Xilinx / embeddedsw

Xilinx Embedded Software (embeddedsw) Development
Other
936 stars 1.07k forks source link

Cache incoherency issue in lwip with PS EMAC DMA driver #53

Open mpv89 opened 6 years ago

mpv89 commented 6 years ago

Initially posted on Xilinx forums [1]: there is DMA cache incoherencies when using lwIP and the PS EMAC on a Zynq at high throughput. The problem can be reproduced by following the steps in described in the post [1].

We have a workaround in place where we force lwIP to re-do IP packets checksum and invalidate any that fail. This obviously slows down the CPU and the total throughput but at least we can once again believe that the data we are receiving is valid. A fix would be appreciated however.

[1] https://forums.xilinx.com/t5/Embedded-Processor-System-Design/FreeRTOS-lwip-driver-cache-issues-in-2018-2/td-p/879070

harini-katakam commented 6 years ago

Hi,

Could you please try the following? Xil_DCacheInvalidateRange((UINTPTR)p->payload, rx_bytes); at https://github.com/Xilinx/embeddedsw/blob/master/ThirdParty/sw_services/lwip202/src/contrib/ports/xilinx/netif/xemacpsif_dma.c#L498

This will do an cacheinvalidate on the exact packet before it is passed for processing.

Regards, Harini

mpv89 commented 6 years ago

Hi Harini,

Thank you for your suggestion and I am happy to let you know that it has solved the problem. I ran several iperf tests and lwIP checksums no longer show as invalid.

Thanks, Marcelo

skoehler commented 6 years ago

Is the fix included in 2018.2.2?

harini-katakam commented 6 years ago

No, this is not included in 2018.2. It should be in the next release (2018.3).

wzengerle commented 5 years ago

This fix also solved a similar issue I was having. I just pulled 2108.3 and looked a the code from a fresh bsp create. Sadness... the patch does not appear to have made it into the 2018.3 release.

harini-katakam commented 5 years ago

Hi, this was not included in 2018.3 but will be included in the next release.

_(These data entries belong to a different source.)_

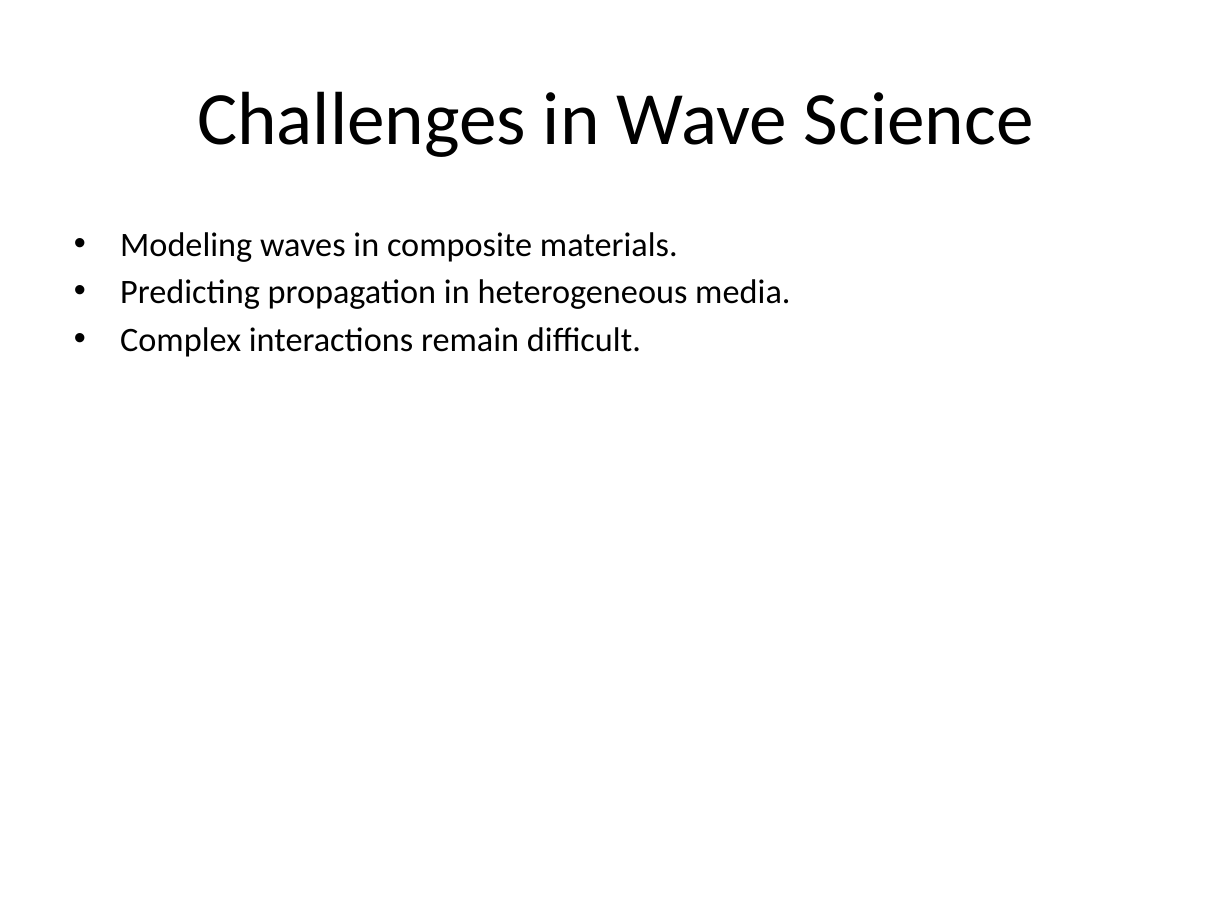
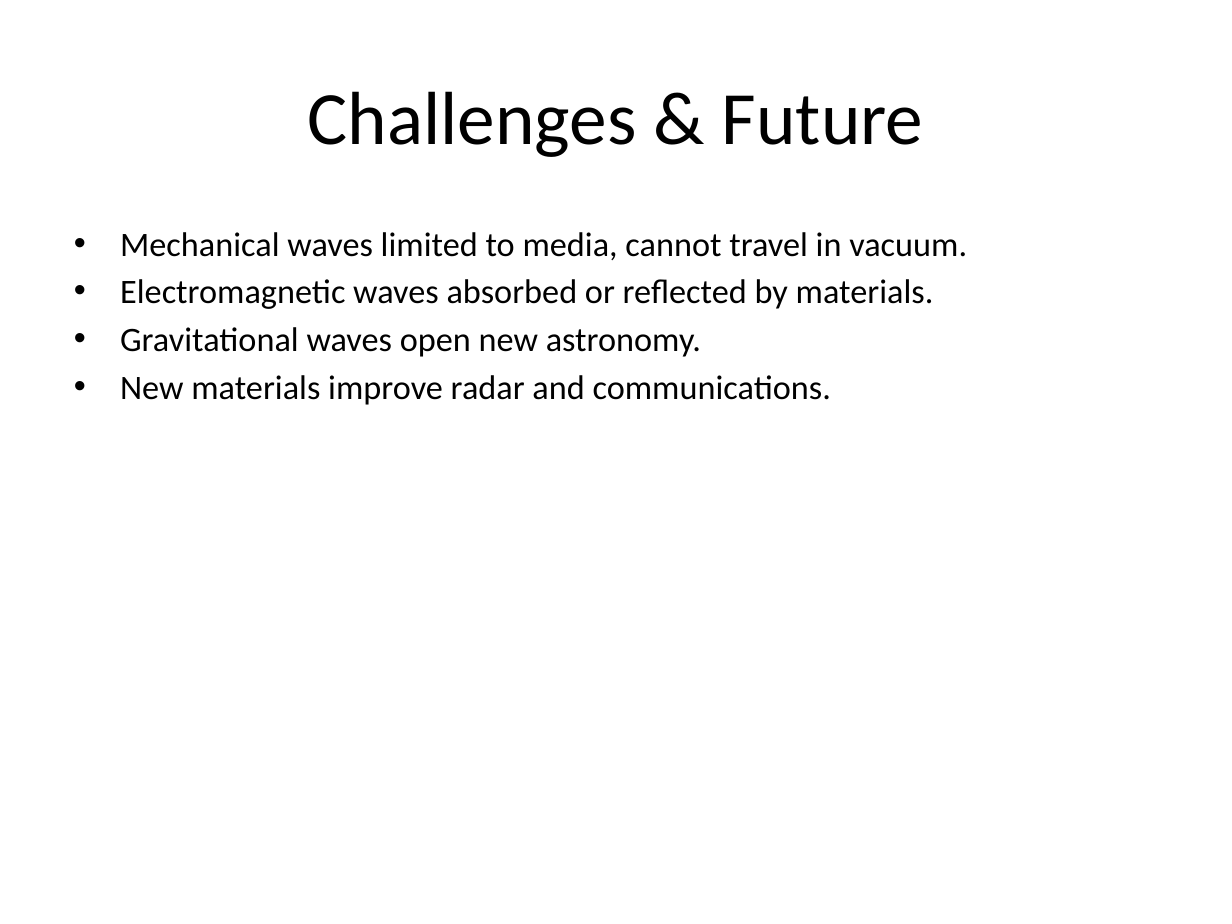
Before and after one commit to avinashsingh86331-lgtm/RESEARCH_AGENT, a slide deck: slide 8 of research_output.pptx. Drawn at 1232x924 pixels with LibreOffice and Linux fonts; fonts in the diff are those of the drawing. Boxes give left, top, right and bottom in pixels: in the first picture for what was removed or moved away, otherwise in the second. Text is boxed around its words. In the diff, an @@ line names an element or a change of style, - is before the commit and + after.

```diff
--- a/research_output.pptx
+++ b/research_output.pptx
@@ title at [308, 91, 924, 157]: text changed @@
-Challenges in Wave Science
+Challenges & Future
@@ text at [120, 232, 967, 405]: text changed @@
-• Modeling waves in composite materials.
-• Predicting propagation in heterogeneous media.
-• Complex interactions remain difficult.
+• Mechanical waves limited to media, cannot travel in vacuum.
+• Electromagnetic waves absorbed or reflected by materials.
+• Gravitational waves open new astronomy.
+• New materials improve radar and communications.
```
Also in this commit, not shown: 6 other slides changed, 1 slide added, 1 slide removed, 3 other files.

Meanwhile we will provide an answer record with this patch.

skoehler commented 5 years ago

Is there a reason the fixes are not incorporated into new versions? God knows how many people are building their apps based on this code. Also, the error is not easily detected. We had some checksum errors here and there, but we only noticed because our TCP-based protocol had checksums of its own. That is not typically the case. Did somebody take care and list it as a known issue in the release notes at least?

I believe the issue has been around for a long time. I compared xemacpsif_dma.c between lwip141 and lwip202 based versions, and the code is mostly identical.

harini-katakam commented 5 years ago

We're validating this patch at our end for multiple devices as lwip is common to all of them. We'll try to incorporate this into the tree and create an answer record (linked to known issues) at the earliest.

skoehler commented 3 years ago

This bug has been around for more than 2 years now. Is it fixed?

HariniKatakamX commented 3 years ago

It was fixed in 2019. Please see: https://github.com/Xilinx/embeddedsw/commit/7bad37c416c368a1fe81a559fde48843a476fe76 There was an lwip library upgrade; so you'll have to use the lwip211 version: https://github.com/Xilinx/embeddedsw/blame/master/ThirdParty/sw_services/lwip211/src/contrib/ports/xilinx/netif/xemacpsif_dma.c#L507

skoehler commented 3 years ago

Are you saying that you did not fix it for past versions, such as lwip202_v1_2 ? Why? It's a pretty serious bug. Is that a general policy that old versions don't get fixed?

I'm asking because I don't see how the XSDK would allow me to include custom patches in the BSP sources. I believe this is still true for Vitis.

HariniKatakamX commented 3 years ago

Yes, the older version remain the same - this is a general policy on the whole embeddedsw repo. All fixes are added to the next public release on the new version that is incremented. Vitis and SDK both allow custom updates. You can edit the BSP inline or create a "repo" with your local patches on embeddedsw.